▸ **RECORDED DATA**
=====
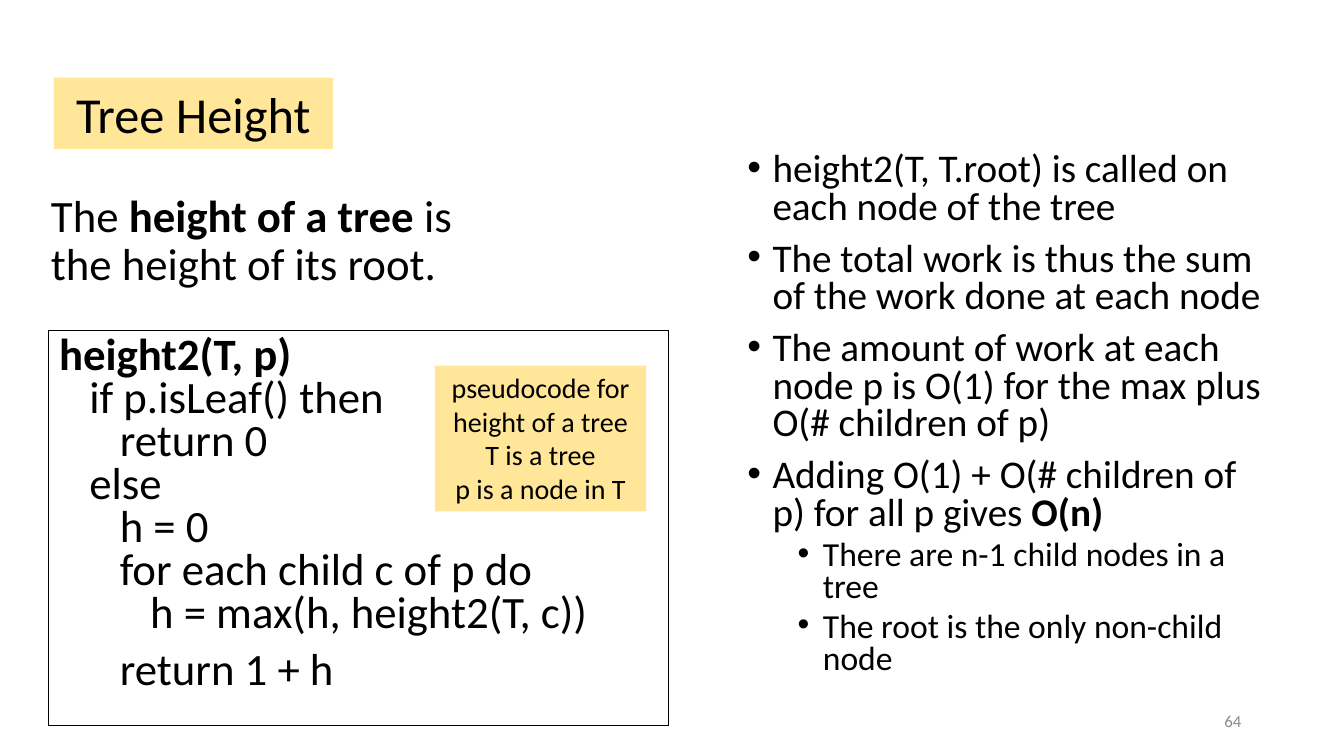
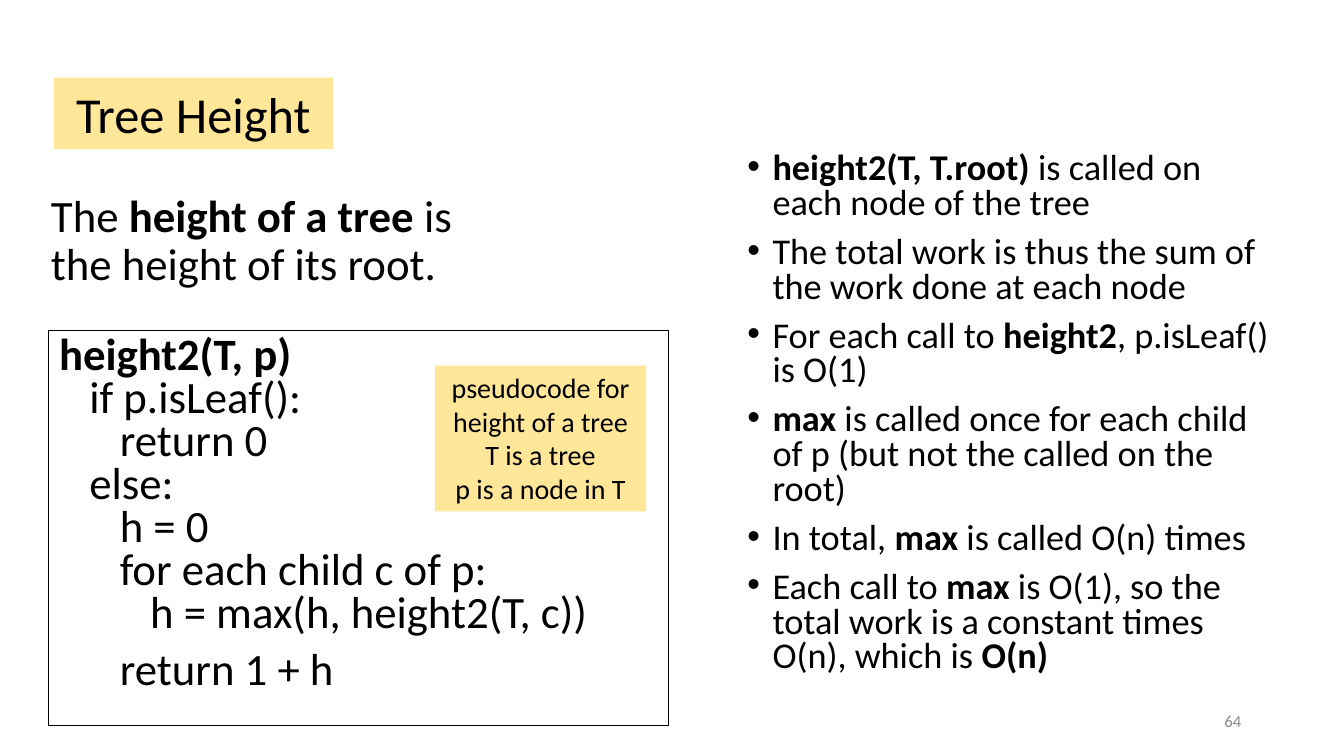
Before and after one commit to tjd1234/cmpt225fall2023, a slide deck: slide 64 of lecture_notes/week5/week5_trees.pptx. Drawn at 1344x756 pixels with LibreOffice and Linux fonts; fonts in the diff are those of the drawing. Boxes give left, top, right and bottom in pixels: in the first picture for what was removed or moved away, otherwise in the second. Text is boxed around its words. In the diff, an @@ line names an element or a change of style, - is before the commit and + after.

Commit message:
updated

```diff
--- a/lecture_notes/week5/week5_trees.pptx
+++ b/lecture_notes/week5/week5_trees.pptx
@@ text at (x1=773, y1=153, x2=1255, y2=300): size 28 to 25.9 pt in "height2(T, T.root) is called on each node ...", "The total work is thus the sum ..."; bold on in "height2(T, T.root)" @@
@@ text at (x1=773, y1=321, x2=1268, y2=674): text changed; size 28 to 25.9 pt @@
-• The amount of work at each node p is O(1) for the max plus O(# children of p)
-• Adding O(1) + O(# children of p) for all p gives O(n)
-  • There are n-1 child nodes in a tree
-  • The root is the only non-child node
+• For each call to height2, p.isLeaf() is O(1)
+• max is called once for each child of p (but not the called on the root)
+• In total, max is called O(n) times
+• Each call to max is O(1), so the total work is a constant times O(n), which is O(n)
@@ text in rectangle at (x1=59, y1=337, x2=587, y2=636): text changed @@
-height2(T, p)
-if p.isLeaf() then
-return 0
-else
-h = 0
-for each child c of p do
-h = max(h, height2(T, c))
+height2(T, p)
+if p.isLeaf():
+return 0
+else:
+h = 0
+for each child c of p:
+h = max(h, height2(T, c))
```
Also in this commit, not shown: 25 other slides changed.
=====
▸ **PROBLEM STATEMENT**
Please print all the lines above exactly as given and leave out every picture.

▸ **THE COMPLETED TASK**
Before and after one commit to tjd1234/cmpt225fall2023, a slide deck: slide 64 of lecture_notes/week5/week5_trees.pptx. Drawn at 1344x756 pixels with LibreOffice and Linux fonts; fonts in the diff are those of the drawing. Boxes give left, top, right and bottom in pixels: in the first picture for what was removed or moved away, otherwise in the second. Text is boxed around its words. In the diff, an @@ line names an element or a change of style, - is before the commit and + after.

Commit message:
updated

```diff
--- a/lecture_notes/week5/week5_trees.pptx
+++ b/lecture_notes/week5/week5_trees.pptx
@@ text at (x1=773, y1=153, x2=1255, y2=300): size 28 to 25.9 pt in "height2(T, T.root) is called on each node ...", "The total work is thus the sum ..."; bold on in "height2(T, T.root)" @@
@@ text at (x1=773, y1=321, x2=1268, y2=674): text changed; size 28 to 25.9 pt @@
-• The amount of work at each node p is O(1) for the max plus O(# children of p)
-• Adding O(1) + O(# children of p) for all p gives O(n)
-  • There are n-1 child nodes in a tree
-  • The root is the only non-child node
+• For each call to height2, p.isLeaf() is O(1)
+• max is called once for each child of p (but not the called on the root)
+• In total, max is called O(n) times
+• Each call to max is O(1), so the total work is a constant times O(n), which is O(n)
@@ text in rectangle at (x1=59, y1=337, x2=587, y2=636): text changed @@
-height2(T, p)
-if p.isLeaf() then
-return 0
-else
-h = 0
-for each child c of p do
-h = max(h, height2(T, c))
+height2(T, p)
+if p.isLeaf():
+return 0
+else:
+h = 0
+for each child c of p:
+h = max(h, height2(T, c))
```
Also in this commit, not shown: 25 other slides changed.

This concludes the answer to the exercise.